The first part of the anatomy of the eye animated illustration shows an external side view of the eyeball with the parts labeled. The sclera, cornea, iris, pupil, and optic nerve are identified. The second part of the illustration shows an internal side view with the eye cut in half from front to back. It identifies the sclera, cornea, anterior chamber, iris, pupil, posterior chamber, natural lens, retina, and optic nerve.
The illustration of how phakic lenses work shows the side view of eye as if you cut it in half from front to back and you were looking at the inside. It shows light rays from a stop sign being focused by the cornea and lens onto the retina of an eye that needs no vision correction. It depicts the clear retinal image of the stop sign being sent to the brain by the optic nerve. When light rays come into focus on the retina, we see the object clearly.

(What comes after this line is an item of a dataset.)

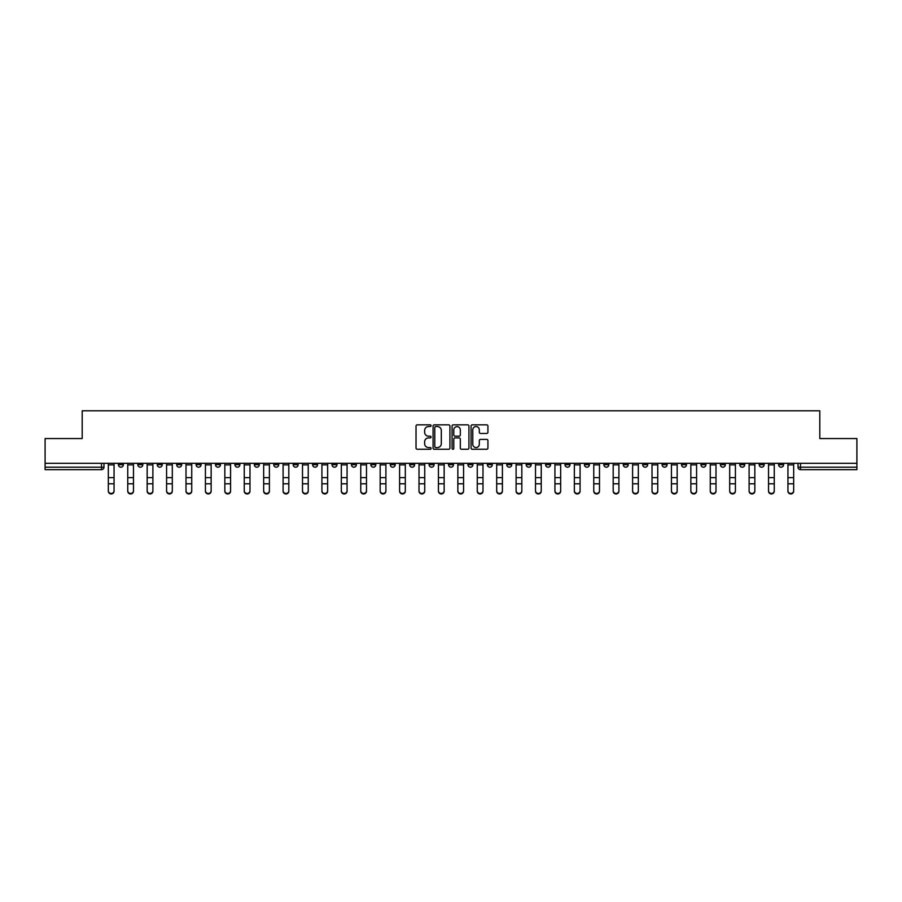 <?xml version="1.0" encoding="UTF-8"?>
<svg xmlns="http://www.w3.org/2000/svg" width="902" height="902" viewBox="0 0 902 902"><rect width="100%" height="100%" fill="white"/><g stroke="black" fill="none" stroke-linecap="round" stroke-linejoin="round"><path stroke-width="1.35" d="M431.088 425.699A0.857 0.857 0 0 0 430.231 424.842L417.254 424.842A1.218 1.218 0 0 0 416.025 426.06L416.025 448.057A1.218 1.218 0 0 0 417.254 449.275L430.231 449.275A0.857 0.857 0 0 0 431.088 448.418A0.857 0.857 0 0 0 430.231 447.561L428.551 447.561A3.912 3.912 0 0 1 424.639 443.649L424.639 441.822A3.912 3.912 0 0 1 428.551 437.91L430.231 437.91A0.857 0.857 0 0 0 431.088 437.053A0.857 0.857 0 0 0 430.231 436.196L428.551 436.196A3.912 3.912 0 0 1 424.639 432.295L424.639 430.457A3.912 3.912 0 0 1 428.551 426.545L430.231 426.545A0.857 0.857 0 0 0 431.088 425.699M759.191 463.324L759.191 464.688L764.174 464.688A2.492 2.492 0 0 1 761.683 467.18A2.492 2.492 0 0 1 759.191 464.688L759.191 463.324M642.686 463.324L642.686 464.688L647.67 464.688A2.492 2.492 0 0 1 645.178 467.18A2.492 2.492 0 0 1 642.686 464.688L642.686 463.324M623.271 463.324L623.271 464.688L628.243 464.688A2.492 2.492 0 0 1 625.762 467.18A2.492 2.492 0 0 1 623.271 464.688L623.271 463.324M506.766 463.324L506.766 464.688L511.738 464.688A2.492 2.492 0 0 1 509.258 467.18A2.492 2.492 0 0 1 506.766 464.688L506.766 463.324M487.351 463.324L487.351 464.688L492.323 464.688A2.492 2.492 0 0 1 489.831 467.18A2.492 2.492 0 0 1 487.351 464.688L487.351 463.324M467.924 463.324L467.924 464.688L472.907 464.688A2.492 2.492 0 0 1 470.416 467.18A2.492 2.492 0 0 1 467.924 464.688L467.924 463.324M429.093 463.324L429.093 464.688L434.076 464.688A2.492 2.492 0 0 1 431.584 467.18A2.492 2.492 0 0 1 429.093 464.688L429.093 463.324M390.262 464.688L390.262 463.324L390.262 464.688A2.492 2.492 0 0 0 392.742 467.18A2.492 2.492 0 0 1 390.262 464.688L395.234 464.688A2.492 2.492 0 0 1 392.742 467.18A2.492 2.492 0 0 0 395.234 464.688L395.234 463.324L395.234 464.688M370.846 464.688L370.846 463.324L370.846 464.688A2.492 2.492 0 0 0 373.327 467.18A2.492 2.492 0 0 1 370.846 464.688L375.818 464.688A2.492 2.492 0 0 1 373.327 467.18M351.419 464.688L351.419 463.324L351.419 464.688A2.492 2.492 0 0 0 353.911 467.18A2.492 2.492 0 0 1 351.419 464.688L356.403 464.688A2.492 2.492 0 0 1 353.911 467.18A2.492 2.492 0 0 0 356.403 464.688L356.403 463.324L356.403 464.688M332.004 463.324L332.004 464.688L336.987 464.688A2.492 2.492 0 0 1 334.495 467.18A2.492 2.492 0 0 1 332.004 464.688L332.004 463.324M312.588 463.324L312.588 464.688L317.572 464.688A2.492 2.492 0 0 1 315.08 467.18A2.492 2.492 0 0 1 312.588 464.688L312.588 463.324M293.173 463.324L293.173 464.688L298.145 464.688A2.492 2.492 0 0 1 295.664 467.18A2.492 2.492 0 0 1 293.173 464.688L293.173 463.324M273.757 464.688L273.757 463.324L273.757 464.688A2.492 2.492 0 0 0 276.238 467.18A2.492 2.492 0 0 1 273.757 464.688L278.729 464.688A2.492 2.492 0 0 1 276.238 467.18M234.915 464.688L234.915 463.324L234.915 464.688A2.492 2.492 0 0 0 237.406 467.18A2.492 2.492 0 0 1 234.915 464.688L239.898 464.688A2.492 2.492 0 0 1 237.406 467.18A2.492 2.492 0 0 0 239.898 464.688L239.898 463.324L239.898 464.688M215.499 464.688L215.499 463.324L215.499 464.688A2.492 2.492 0 0 0 217.991 467.18A2.492 2.492 0 0 1 215.499 464.688L220.483 464.688A2.492 2.492 0 0 1 217.991 467.18A2.492 2.492 0 0 0 220.483 464.688L220.483 463.324L220.483 464.688M196.084 464.688L196.084 463.324L196.084 464.688A2.492 2.492 0 0 0 198.575 467.18A2.492 2.492 0 0 1 196.084 464.688L201.067 464.688A2.492 2.492 0 0 1 198.575 467.18A2.492 2.492 0 0 0 201.067 464.688L201.067 463.324L201.067 464.688M176.668 464.688L176.668 463.324L176.668 464.688A2.492 2.492 0 0 0 179.16 467.18A2.492 2.492 0 0 1 176.668 464.688L181.64 464.688A2.492 2.492 0 0 1 179.16 467.18M157.252 464.688L157.252 463.324L157.252 464.688A2.492 2.492 0 0 0 159.733 467.18A2.492 2.492 0 0 1 157.252 464.688L162.225 464.688A2.492 2.492 0 0 1 159.733 467.18A2.492 2.492 0 0 0 162.225 464.688L162.225 463.324L162.225 464.688M137.826 464.688L137.826 463.324L137.826 464.688A2.492 2.492 0 0 0 140.317 467.18A2.492 2.492 0 0 1 137.826 464.688L142.809 464.688A2.492 2.492 0 0 1 140.317 467.18A2.492 2.492 0 0 0 142.809 464.688L142.809 463.324L142.809 464.688M486.708 433.456A1.218 1.218 0 0 0 487.926 432.227L487.926 426.06A1.218 1.218 0 0 0 486.708 424.842L472.287 424.842A1.218 1.218 0 0 0 471.07 426.06L471.07 448.057A1.218 1.218 0 0 0 472.287 449.275L486.708 449.275A1.218 1.218 0 0 0 487.926 448.057L487.926 440.604A1.218 1.218 0 0 0 486.708 439.375L480.54 439.375A1.218 1.218 0 0 0 479.312 440.604L479.312 444.291A3.27 3.27 0 0 1 476.042 447.561A3.27 3.27 0 0 1 472.783 444.291L472.783 429.814A3.27 3.27 0 0 1 476.042 426.545A3.27 3.27 0 0 1 479.312 429.814L479.312 432.227A1.218 1.218 0 0 0 480.54 433.456L486.708 433.456M45.1 463.324L45.1 438.552L82.195 438.552L82.195 410.793L819.805 410.793L819.805 438.552L856.9 438.552L856.9 463.324L45.1 463.324L45.1 467.18L103.978 467.18L103.978 463.324L103.978 467.18A2.492 2.492 0 0 1 101.486 469.671L45.1 469.671L45.1 467.18M449.929 426.06A1.218 1.218 0 0 0 448.711 424.842L434.29 424.842A1.218 1.218 0 0 0 433.073 426.06L433.073 448.057A1.218 1.218 0 0 0 434.29 449.275L448.711 449.275A1.218 1.218 0 0 0 449.929 448.057L449.929 426.06M453.289 424.842L467.71 424.842A1.218 1.218 0 0 1 468.927 426.06L468.927 448.057A1.218 1.218 0 0 1 467.71 449.275L461.542 449.275A1.218 1.218 0 0 1 460.313 448.057L460.313 439.139A1.218 1.218 0 0 0 459.095 437.91L455.003 437.91A1.218 1.218 0 0 0 453.785 439.139L453.785 448.418A0.857 0.857 0 0 1 452.928 449.275A0.857 0.857 0 0 1 452.071 448.418L452.071 426.06A1.218 1.218 0 0 1 453.289 424.842M798.022 463.324L798.022 467.18L856.9 467.18L856.9 469.671L800.514 469.671A2.492 2.492 0 0 1 798.022 467.18A2.492 2.492 0 0 0 800.514 469.671L800.514 463.324M856.9 463.324L856.9 467.18M783.59 463.324L783.59 464.688A2.492 2.492 0 0 1 781.098 467.18A2.492 2.492 0 0 1 778.606 464.688L783.59 464.688M778.606 463.324L778.606 464.688M764.174 463.324L764.174 464.688A2.492 2.492 0 0 1 761.683 467.18M744.748 463.324L744.748 464.688A2.492 2.492 0 0 1 742.267 467.18A2.492 2.492 0 0 1 739.775 464.688L744.748 464.688M739.775 463.324L739.775 464.688M725.332 463.324L725.332 464.688A2.492 2.492 0 0 1 722.84 467.18A2.492 2.492 0 0 1 720.36 464.688L725.332 464.688M720.36 463.324L720.36 464.688M705.916 463.324L705.916 464.688A2.492 2.492 0 0 1 703.425 467.18A2.492 2.492 0 0 1 700.933 464.688A2.492 2.492 0 0 0 703.425 467.18M700.933 463.324L700.933 464.688L705.916 464.688M686.501 463.324L686.501 464.688A2.492 2.492 0 0 1 684.009 467.18A2.492 2.492 0 0 1 681.517 464.688L686.501 464.688M681.517 463.324L681.517 464.688M667.085 463.324L667.085 464.688A2.492 2.492 0 0 1 664.594 467.18A2.492 2.492 0 0 1 662.102 464.688L667.085 464.688M662.102 463.324L662.102 464.688M647.67 463.324L647.67 464.688M628.243 463.324L628.243 464.688L628.243 463.324M608.827 463.324L608.827 464.688A2.492 2.492 0 0 1 606.336 467.18A2.492 2.492 0 0 1 603.855 464.688L608.827 464.688M603.855 463.324L603.855 464.688M589.412 463.324L589.412 464.688A2.492 2.492 0 0 1 586.92 467.18A2.492 2.492 0 0 1 584.428 464.688L589.412 464.688M584.428 463.324L584.428 464.688M569.996 463.324L569.996 464.688A2.492 2.492 0 0 1 567.505 467.18A2.492 2.492 0 0 1 565.013 464.688L569.996 464.688M565.013 463.324L565.013 464.688M550.581 463.324L550.581 464.688A2.492 2.492 0 0 1 548.089 467.18A2.492 2.492 0 0 1 545.597 464.688L550.581 464.688M545.597 463.324L545.597 464.688M531.154 463.324L531.154 464.688A2.492 2.492 0 0 1 528.673 467.18A2.492 2.492 0 0 1 526.182 464.688L531.154 464.688M526.182 463.324L526.182 464.688M511.738 463.324L511.738 464.688A2.492 2.492 0 0 1 509.258 467.18M492.323 463.324L492.323 464.688M472.907 464.688L472.907 463.324L472.907 464.688A2.492 2.492 0 0 1 470.416 467.18M453.492 463.324L453.492 464.688A2.492 2.492 0 0 1 451 467.18A2.492 2.492 0 0 1 448.508 464.688A2.492 2.492 0 0 0 451 467.18A2.492 2.492 0 0 0 453.492 464.688L448.508 464.688L448.508 463.324M434.076 464.688L434.076 463.324L434.076 464.688A2.492 2.492 0 0 1 431.584 467.18M414.649 463.324L414.649 464.688A2.492 2.492 0 0 1 412.169 467.18A2.492 2.492 0 0 1 409.677 464.688A2.492 2.492 0 0 0 412.169 467.18M409.677 463.324L409.677 464.688L414.649 464.688M375.818 463.324L375.818 464.688L375.818 463.324M336.987 464.688L336.987 463.324L336.987 464.688A2.492 2.492 0 0 1 334.495 467.18M317.572 464.688L317.572 463.324L317.572 464.688A2.492 2.492 0 0 1 315.08 467.18M298.145 464.688L298.145 463.324L298.145 464.688A2.492 2.492 0 0 1 295.664 467.18M278.729 463.324L278.729 464.688L278.729 463.324M259.314 464.688L259.314 463.324L259.314 464.688A2.492 2.492 0 0 1 256.822 467.18A2.492 2.492 0 0 1 254.33 464.688L259.314 464.688A2.492 2.492 0 0 1 256.822 467.18M254.33 463.324L254.33 464.688M181.64 463.324L181.64 464.688L181.64 463.324M123.394 463.324L123.394 464.688A2.492 2.492 0 0 1 120.902 467.18A2.492 2.492 0 0 1 118.41 464.688A2.492 2.492 0 0 0 120.902 467.18A2.492 2.492 0 0 0 123.394 464.688L123.394 463.324M118.41 463.324L118.41 464.688L123.394 464.688M101.486 463.324L101.486 469.671A2.492 2.492 0 0 0 103.978 467.18M435.632 426.545A0.857 0.857 0 0 0 434.787 427.401L434.787 446.704A0.857 0.857 0 0 0 435.632 447.561L437.402 447.561A3.912 3.912 0 0 0 441.315 443.649L441.315 430.457A3.912 3.912 0 0 0 437.402 426.545L435.632 426.545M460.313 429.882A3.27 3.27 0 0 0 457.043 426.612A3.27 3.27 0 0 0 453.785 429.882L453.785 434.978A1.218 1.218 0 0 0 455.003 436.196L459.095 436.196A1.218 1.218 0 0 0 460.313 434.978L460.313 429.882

The image of the same stop sign is focused in front of the retina in a nearsighted (myopic) eye. The light rays from the stop sign that fall onto the retina are out of focus creating a blurred image. The blurred retinal image is sent to the brain by the optic nerve. When light rays do not come into focus on the retina, we see the object as blurred.
The inset image shows the clear retinal image of the stop sign being sent to the brain by the optic nerve. This is the idealized results of the phakic lens bending light from the stop sign to redirect the focused image onto the retina. When light rays are redirected by the phakic lens onto the retina, the nearsighted eye sees distant objects more clearly.